In California, the state-level eviction moratorium ends on Sept. 30.

So in California, where there was no change in the state-level eviction moratorium from one survey period to the next, it seems highly likely that the key change from one survey period to the next was that the second survey period included when renters were seeing the terrible August 15 images of the Fall of Kabul, the last major city held by the US-backed government of Afghanistan to lose to the Taliban.
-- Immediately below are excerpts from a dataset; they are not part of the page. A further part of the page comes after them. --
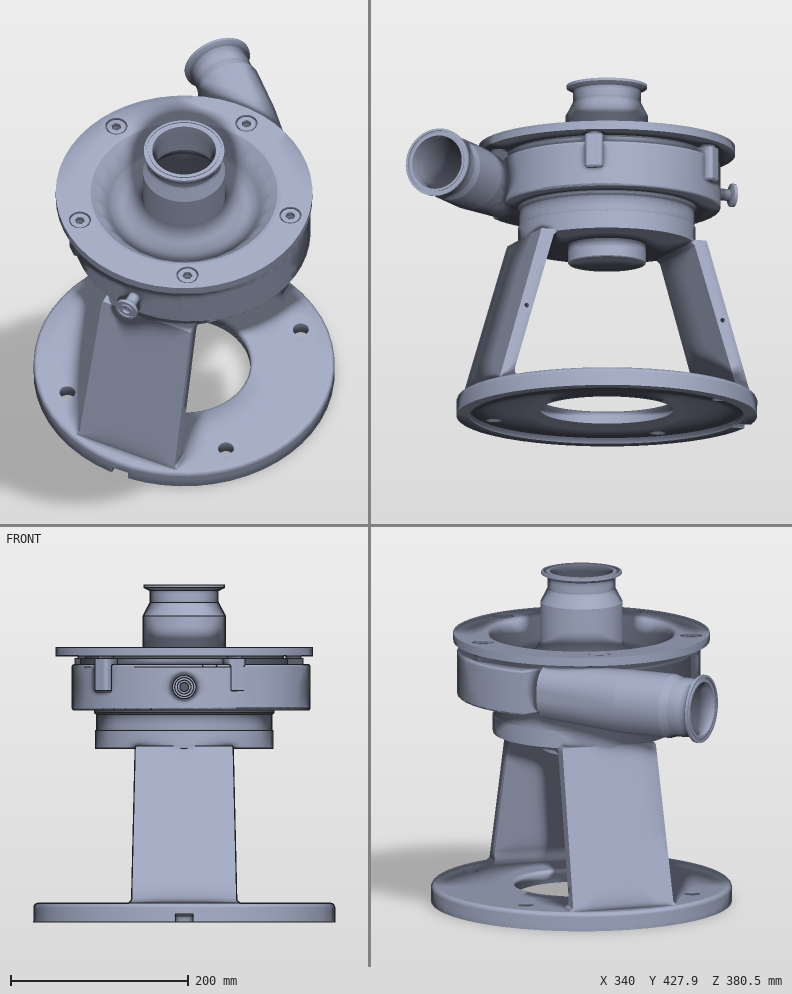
import cadquery as cq
import math

BASE_R = 170.0
BASE_T = 21.2
BASE_BORE_R = 75.0
BASE_FILLET = 5.0
BASE_BOLT_R = 140.0
BASE_BOLT_D = 18.0
BASE_BOLT_COUNT = 4
BASE_BOLT_START = 45.0
NOTCH_W = 20.0
NOTCH_H = 9.3
RECESS_R = 155.0
RECESS_DEPTH = 6.5

LEG_TOP_Z = 198.5
LEG_TOP_OUT_Y = 99.5
LEG_TOP_IN_Y = 83.0
LEG_BOT_OUT_Y = 152.0
LEG_BOT_IN_Y = 137.0
LEG_TOP_HALF_W = 55.5
LEG_BOT_HALF_W = 59.5
LEG_FOOT_R = 10.5
LEG_WELD = 3.5
LEG_TOP_WELD = 4.5
LEG_TOP_BEVEL = 1.0
LEG_HOLE_Y = 118.2
LEG_HOLE_Z = 107.5
LEG_HOLE_D = 5.5
LEG_HOLE_DEPTH = 15.0

RING_R = 100.3
RING_BOTTOM_Z = 196.0
RING_TOP_Z = 216.0
NECK_R = 99.0
NECK_TOP_Z = 234.0
COLLAR_R = 101.5
HOUSING_R = 44.0
HOUSING_BOTTOM_Z = 175.0
HOUSING_CHAMFER = 1.0

CASE_BOTTOM_Z = 239.3
CASE_TOP_Z = 290.5
CASE_FILLET = 2.5
VOLUTE_R = 134.3
VOLUTE_X = 7.9
VOLUTE_Y = 3.3
TONGUE_R = 118.3

PLATE_R = 145.0
PLATE_BOTTOM_Z = 300.5
PLATE_TOP_Z = 310.0
DISH_RIM_R = 107.0
DISH_RIM_CHAMFER = 2.5
DISH_DEPTH = 25.0
DISH_FILLET = 15.0
COVER_RING_R = 117.0
SPIGOT_R = 112.0

LUG_COUNT = 5
LUG_FIRST_ANGLE = 9.0
LUG_PITCH_R = 125.0
LUG_W = 20.0
LUG_OUTER_R = 135.0
LUG_INNER_R = 105.0
LUG_BOTTOM_Z = 259.5
LUG_TOP_Z = 297.5
LUG_FILLET = 4.0
LUG_CHAMFER = 2.0
WASHER_R = 8.5
SINK_R = 12.5
SINK_DEPTH = 4.0
HEAD_R = 10.5
HEAD_RECESS = 1.0
HEX_FLATS = 10.0
HEX_DEPTH = 6.0
HEX_TIP_R = 4.5
HEX_TIP_DEPTH = 2.6

SUCTION_R = 46.5
SUCTION_NECK_R = 38.4
SUCTION_CONE_BOTTOM_Z = 345.5
SUCTION_CONE_TOP_Z = 361.0
SUCTION_TOP_Z = 380.5
SUCTION_FLANGE_R = 45.5
SUCTION_BORE_R = 36.0
SUCTION_BORE_BOTTOM_Z = 250.0
SUCTION_BORE_NECK_Z = 341.0
SUCTION_FILLET = 19.0

OUTLET_TURN = -45.0
OUTLET_OFFSET = 115.0
OUTLET_Z = 262.2
OUTLET_R = 36.4
OUTLET_NECK_R = 33.0
OUTLET_WELD_R = 33.5
OUTLET_FLANGE_R = 38.75
OUTLET_BORE_R = 30.7
OUTLET_FACE = 211.0
OUTLET_WELD_END = 198.0
OUTLET_WELD_START = 193.5
OUTLET_CONE_END = 183.0
OUTLET_CONE_START = 173.0
DUCT_STRAIGHT_START = 116.5
DUCT_START = 15.0
DUCT_W = 50.0
DUCT_H = 61.0
DUCT_CORNER_R = 24.0
BORE_START = 60.0

FERRULE_RIM = 2.9
FERRULE_TAPER = 3.6
GROOVE_DEPTH = 1.5
GROOVE_W = 3.0
GROOVE_INSET = 2.5

DRAIN_Z = 265.3
DRAIN_R = 6.7
DRAIN_BORE_R = 5.0
DRAIN_FLANGE_R = 13.2
DRAIN_FACE_Y = -153.5
DRAIN_START_Y = -115.0
DRAIN_RIM = 4.0
DRAIN_TAPER = 2.0
DRAIN_BORE_DEPTH = 30.0


def disc(radius, z_low, z_high):
    return cq.Workplane("XY").workplane(offset=z_low).circle(radius).extrude(z_high - z_low)


def revolve_about_z(profile):
    return profile.close().revolve(360, (0, 0, 0), (0, 1, 0))


def base_plate():
    plate = disc(BASE_R, 0, BASE_T).cut(disc(BASE_BORE_R, 0, BASE_T))
    plate = plate.faces(">Z").edges().fillet(BASE_FILLET)
    bolts = (
        cq.Workplane("XY")
        .polarArray(BASE_BOLT_R, BASE_BOLT_START, 360, BASE_BOLT_COUNT)
        .circle(BASE_BOLT_D / 2)
        .extrude(BASE_T)
    )
    recess = disc(RECESS_R, 0, RECESS_DEPTH)
    rim_width = BASE_R - RECESS_R
    notch = cq.Workplane("XY").box(NOTCH_W, 2 * rim_width, NOTCH_H, centered=(True, True, False))
    return plate.cut(bolts).cut(recess).cut(notch.translate((0, -BASE_R, 0)))


def leg():
    """Leg on the -Y side: a sloping plate that narrows upward."""
    inner_slope = (LEG_BOT_IN_Y - LEG_TOP_IN_Y) / (LEG_TOP_Z - BASE_T)
    lean = math.atan(inner_slope)
    weld_y = LEG_TOP_IN_Y + inner_slope * (LEG_TOP_Z - RING_BOTTOM_Z + LEG_TOP_WELD)

    half_corner = (math.pi / 2 - lean) / 2
    tangent = LEG_FOOT_R / math.tan(half_corner)
    arc_gap = LEG_FOOT_R / math.sin(half_corner) - LEG_FOOT_R
    face_point = (-LEG_BOT_IN_Y + tangent * math.sin(lean), BASE_T + tangent * math.cos(lean))
    arc_point = (-LEG_BOT_IN_Y + arc_gap * math.cos(half_corner), BASE_T + arc_gap * math.sin(half_corner))
    base_point = (-LEG_BOT_IN_Y + tangent, BASE_T)

    side = (
        cq.Workplane("YZ")
        .moveTo(-LEG_BOT_OUT_Y, BASE_T)
        .lineTo(-LEG_TOP_OUT_Y, LEG_TOP_Z)
        .lineTo(-LEG_TOP_IN_Y, LEG_TOP_Z)
        .lineTo(-weld_y + LEG_TOP_WELD, RING_BOTTOM_Z)
        .lineTo(-weld_y, RING_BOTTOM_Z - LEG_TOP_WELD)
        .lineTo(*face_point)
        .threePointArc(arc_point, base_point)
        .close()
        .extrude(LEG_BOT_HALF_W + LEG_WELD, both=True)
    )
    front = (
        cq.Workplane("XZ")
        .moveTo(-LEG_BOT_HALF_W - LEG_WELD, BASE_T)
        .lineTo(-LEG_BOT_HALF_W, BASE_T + LEG_WELD)
        .lineTo(-LEG_TOP_HALF_W, RING_BOTTOM_Z)
        .lineTo(-LEG_TOP_HALF_W + LEG_TOP_BEVEL, LEG_TOP_Z)
        .lineTo(LEG_TOP_HALF_W - LEG_TOP_BEVEL, LEG_TOP_Z)
        .lineTo(LEG_TOP_HALF_W, RING_BOTTOM_Z)
        .lineTo(LEG_BOT_HALF_W, BASE_T + LEG_WELD)
        .lineTo(LEG_BOT_HALF_W + LEG_WELD, BASE_T)
        .close()
        .extrude(LEG_BOT_OUT_Y)
    )
    hole = (
        cq.Workplane("YZ", origin=(-LEG_BOT_HALF_W, -LEG_HOLE_Y, LEG_HOLE_Z))
        .circle(LEG_HOLE_D / 2)
        .extrude(LEG_HOLE_DEPTH)
    )
    return side.intersect(front).cut(hole)


def bracket():
    front_leg = leg()
    rear_leg = front_leg.mirror("XZ")
    ring = disc(RING_R, RING_BOTTOM_Z, RING_TOP_Z)
    neck = disc(NECK_R, RING_TOP_Z, CASE_BOTTOM_Z)
    collar = disc(COLLAR_R, NECK_TOP_Z, CASE_BOTTOM_Z).faces("<Z").edges().chamfer(COLLAR_R - NECK_R)
    housing = disc(HOUSING_R, HOUSING_BOTTOM_Z, RING_BOTTOM_Z).faces("<Z").edges().chamfer(HOUSING_CHAMFER)
    return front_leg.union(rear_leg).union(ring).union(neck).union(collar).union(housing)


def volute_casing():
    """Casing drum whose outline is two tangent arcs meeting at -X."""
    diagonal = math.sqrt(0.5)
    left_x = VOLUTE_X - VOLUTE_R
    tongue_x = left_x + TONGUE_R
    drum = (
        cq.Workplane("XY")
        .workplane(offset=CASE_BOTTOM_Z)
        .moveTo(VOLUTE_X + VOLUTE_R * diagonal, VOLUTE_Y + VOLUTE_R * diagonal)
        .threePointArc((VOLUTE_X, VOLUTE_Y - VOLUTE_R), (left_x, VOLUTE_Y))
        .threePointArc(
            (tongue_x, VOLUTE_Y + TONGUE_R),
            (tongue_x + TONGUE_R * diagonal, VOLUTE_Y + TONGUE_R * diagonal),
        )
        .close()
        .extrude(CASE_TOP_Z - CASE_BOTTOM_Z)
    )
    return drum.faces("<Z or >Z").edges().fillet(CASE_FILLET)


def cover():
    plate = disc(PLATE_R, PLATE_BOTTOM_Z, PLATE_TOP_Z)
    seat = disc(COVER_RING_R, CASE_TOP_Z, LUG_TOP_Z)
    spigot = disc(SPIGOT_R, LUG_TOP_Z, PLATE_BOTTOM_Z)
    return plate.union(seat).union(spigot)


def dish():
    """Ring-shaped hollow around the suction pipe, with a 45 degree outer wall."""
    half = math.radians(22.5)
    floor_z = PLATE_TOP_Z - DISH_DEPTH
    wall_foot_r = DISH_RIM_R - DISH_DEPTH
    tangent = DISH_FILLET * math.tan(half)
    floor_r = wall_foot_r - tangent
    wall_r = wall_foot_r + tangent * math.cos(2 * half)
    wall_z = floor_z + tangent * math.sin(2 * half)
    mid_r = floor_r + DISH_FILLET * math.sin(half)
    mid_z = floor_z + DISH_FILLET * (1 - math.cos(half))
    pipe_fillet_r = SUCTION_R + SUCTION_FILLET
    side_gap = SUCTION_FILLET * (1 - math.sqrt(0.5))
    rim_bottom = PLATE_TOP_Z - DISH_RIM_CHAMFER / 2
    hollow = (
        cq.Workplane("XZ")
        .moveTo(DISH_RIM_R + DISH_RIM_CHAMFER, PLATE_TOP_Z)
        .lineTo(DISH_RIM_R - DISH_RIM_CHAMFER / 2, rim_bottom)
        .lineTo(wall_r, wall_z)
        .threePointArc((mid_r, mid_z), (floor_r, floor_z))
        .lineTo(pipe_fillet_r, floor_z)
        .threePointArc(
            (SUCTION_R + side_gap, floor_z + side_gap),
            (SUCTION_R, floor_z + SUCTION_FILLET),
        )
        .lineTo(SUCTION_R, PLATE_TOP_Z)
    )
    return revolve_about_z(hollow)


def ferrule(neck_r, flange_r, bore_r, rim=FERRULE_RIM, taper=FERRULE_TAPER):
    """Clamp flange with its sealing face at z = 0 and its neck toward -z."""
    rim_r = flange_r - GROOVE_INSET
    profile = (
        cq.Workplane("XZ")
        .moveTo(bore_r, 0)
        .lineTo(rim_r - GROOVE_W, 0)
        .lineTo(rim_r - GROOVE_W, -GROOVE_DEPTH)
        .lineTo(rim_r, -GROOVE_DEPTH)
        .lineTo(rim_r, 0)
        .lineTo(flange_r, 0)
        .lineTo(flange_r, -rim)
        .lineTo(neck_r, -rim - taper)
        .lineTo(bore_r, -rim - taper)
    )
    return revolve_about_z(profile)


def suction_pipe():
    ferrule_bottom_z = SUCTION_TOP_Z - FERRULE_RIM - FERRULE_TAPER
    body = (
        cq.Workplane("XZ")
        .moveTo(0, PLATE_BOTTOM_Z)
        .lineTo(SUCTION_R, PLATE_BOTTOM_Z)
        .lineTo(SUCTION_R, SUCTION_CONE_BOTTOM_Z)
        .lineTo(SUCTION_NECK_R, SUCTION_CONE_TOP_Z)
        .lineTo(SUCTION_NECK_R, ferrule_bottom_z)
        .lineTo(0, ferrule_bottom_z)
    )
    flange = ferrule(SUCTION_NECK_R, SUCTION_FLANGE_R, SUCTION_BORE_R)
    return revolve_about_z(body).union(flange.translate((0, 0, SUCTION_TOP_Z)))


def suction_bore():
    """Bore that widens with the pipe and ends on a flat floor inside the casing."""
    wall = SUCTION_NECK_R - SUCTION_BORE_R
    wide_r = SUCTION_R - wall
    cone_height = SUCTION_CONE_TOP_Z - SUCTION_CONE_BOTTOM_Z
    bore = (
        cq.Workplane("XZ")
        .moveTo(0, SUCTION_BORE_BOTTOM_Z)
        .lineTo(wide_r, SUCTION_BORE_BOTTOM_Z)
        .lineTo(wide_r, SUCTION_BORE_NECK_Z - cone_height)
        .lineTo(SUCTION_BORE_R, SUCTION_BORE_NECK_Z)
        .lineTo(SUCTION_BORE_R, SUCTION_TOP_Z)
        .lineTo(0, SUCTION_TOP_Z)
    )
    return revolve_about_z(bore)


def place_on_outlet_axis(shape):
    """Turn a shape built along +Z so that it lies on the discharge pipe axis."""
    along_minus_x = shape.rotate((0, 0, 0), (0, 1, 0), -90)
    shifted = along_minus_x.translate((0, OUTLET_OFFSET, OUTLET_Z))
    return shifted.rotate((0, 0, 0), (0, 0, 1), OUTLET_TURN)


def discharge_pipe():
    ferrule_start = OUTLET_FACE - FERRULE_RIM - FERRULE_TAPER
    pipe = (
        cq.Workplane("XZ")
        .moveTo(0, DUCT_STRAIGHT_START)
        .lineTo(OUTLET_R, DUCT_STRAIGHT_START)
        .lineTo(OUTLET_R, OUTLET_CONE_START)
        .lineTo(OUTLET_WELD_R, OUTLET_CONE_END)
        .lineTo(OUTLET_WELD_R, OUTLET_WELD_START)
        .lineTo(OUTLET_NECK_R, OUTLET_WELD_END)
        .lineTo(OUTLET_NECK_R, ferrule_start)
        .lineTo(0, ferrule_start)
    )
    flange = ferrule(OUTLET_NECK_R, OUTLET_FLANGE_R, OUTLET_BORE_R).translate((0, 0, OUTLET_FACE))
    return place_on_outlet_axis(revolve_about_z(pipe).union(flange))


def discharge_duct():
    """Transition from the rounded casing throat to the round pipe."""
    case_mid = (CASE_TOP_Z + CASE_BOTTOM_Z) / 2
    outer_edge = VOLUTE_R + (VOLUTE_X + VOLUTE_Y) * math.sqrt(0.5)
    throat_centre = cq.Vector(case_mid - OUTLET_Z, outer_edge - DUCT_W / 2 - OUTLET_OFFSET, 0)
    throat = cq.Sketch().rect(DUCT_H, DUCT_W).vertices().fillet(DUCT_CORNER_R)
    throat = throat.moved(cq.Location(throat_centre))
    pipe_end = cq.Sketch().circle(OUTLET_R)
    pipe_end = pipe_end.moved(cq.Location(cq.Vector(0, 0, DUCT_STRAIGHT_START - DUCT_START)))
    duct = cq.Workplane("XY").workplane(offset=DUCT_START).placeSketch(throat, pipe_end).loft()
    return place_on_outlet_axis(duct)


def discharge_bore():
    bore = cq.Workplane("XY").workplane(offset=BORE_START).circle(OUTLET_BORE_R)
    return place_on_outlet_axis(bore.extrude(OUTLET_FACE - BORE_START))


def lug():
    """Screw lug on the +X side, with its washer under the cover plate."""
    length = LUG_OUTER_R - LUG_INNER_R
    block = (
        cq.Workplane("XY")
        .box(length, LUG_W, LUG_TOP_Z - LUG_BOTTOM_Z, centered=(False, True, False))
        .edges("|Z and >X").fillet(LUG_FILLET)
        .faces("<Z").edges(">X").chamfer(LUG_CHAMFER)
        .translate((LUG_INNER_R, 0, LUG_BOTTOM_Z))
    )
    washer = disc(WASHER_R, LUG_TOP_Z, PLATE_BOTTOM_Z).translate((LUG_PITCH_R, 0, 0))
    return block.union(washer)


def screw_recess():
    """Space around and above a sunk screw head, plus its hexagon socket."""
    sink = disc(SINK_R, PLATE_TOP_Z - SINK_DEPTH, PLATE_TOP_Z)
    head = disc(HEAD_R, PLATE_TOP_Z - SINK_DEPTH, PLATE_TOP_Z - HEAD_RECESS)
    socket = (
        cq.Workplane("XY")
        .workplane(offset=PLATE_TOP_Z - HEX_DEPTH)
        .polygon(6, HEX_FLATS, circumscribed=True)
        .extrude(HEX_DEPTH)
    )
    tip = cq.Workplane(cq.Solid.makeCone(0, HEX_TIP_R, HEX_TIP_DEPTH))
    tip = tip.translate((0, 0, PLATE_TOP_Z - HEX_DEPTH - HEX_TIP_DEPTH))
    return sink.cut(head).union(socket).union(tip).translate((LUG_PITCH_R, 0, 0))


def drain_stub():
    """Small clamp stub on the -Y side of the casing."""
    length = DRAIN_START_Y - DRAIN_FACE_Y
    tube = disc(DRAIN_R, 0, length - DRAIN_RIM).cut(disc(DRAIN_BORE_R, length - DRAIN_BORE_DEPTH, length))
    flange = ferrule(DRAIN_R, DRAIN_FLANGE_R, DRAIN_BORE_R, DRAIN_RIM, DRAIN_TAPER)
    stub = tube.union(flange.translate((0, 0, length)))
    return stub.rotate((0, 0, 0), (1, 0, 0), 90).translate((0, DRAIN_START_Y, DRAIN_Z))


def at_lug(shape, index):
    """Turn a shape built on the +X side to the position of one lug."""
    angle = LUG_FIRST_ANGLE + index * 360 / LUG_COUNT
    return shape.rotate((0, 0, 0), (0, 0, 1), angle)


body = base_plate().union(bracket()).union(volute_casing()).union(cover())
for i in range(LUG_COUNT):
    body = body.union(at_lug(lug(), i))
body = body.cut(dish()).union(suction_pipe())
body = body.union(discharge_duct()).union(discharge_pipe()).union(drain_stub())
for i in range(LUG_COUNT):
    body = body.cut(at_lug(screw_recess(), i))
result = body.cut(suction_bore()).cut(discharge_bore())

Such events can sometimes bring on a “Minsky Moment,” named for famed economist Hyman Minsky. Money manager and economist Paul McCulley coined the term in 2009 to refer to an event so shocking to people’s confidence that it can cause individuals to reduce consumption and businesses to reduce investments.

With the recent news of a fall in consumer confidence nationally and Californian renters’ reduced confidence about their ability to pay rent, policy makers and others may have to work particularly hard to avoid further economic and financial concern.

The 4.1 million Californians in homes where the renter or mortgage-payer is “not at all confident” include 2.75 people in rented homes and 1.35 million in homes with a mortgage. In mid-2019 there were 39.5 million Californians, and the average household size in the state was 2.95 persons.

Tim Shaler is a professional investor and economist based in Southern California. He is a regular columnist for The Epoch Times, where he exclusively provides some of his original economic analysis.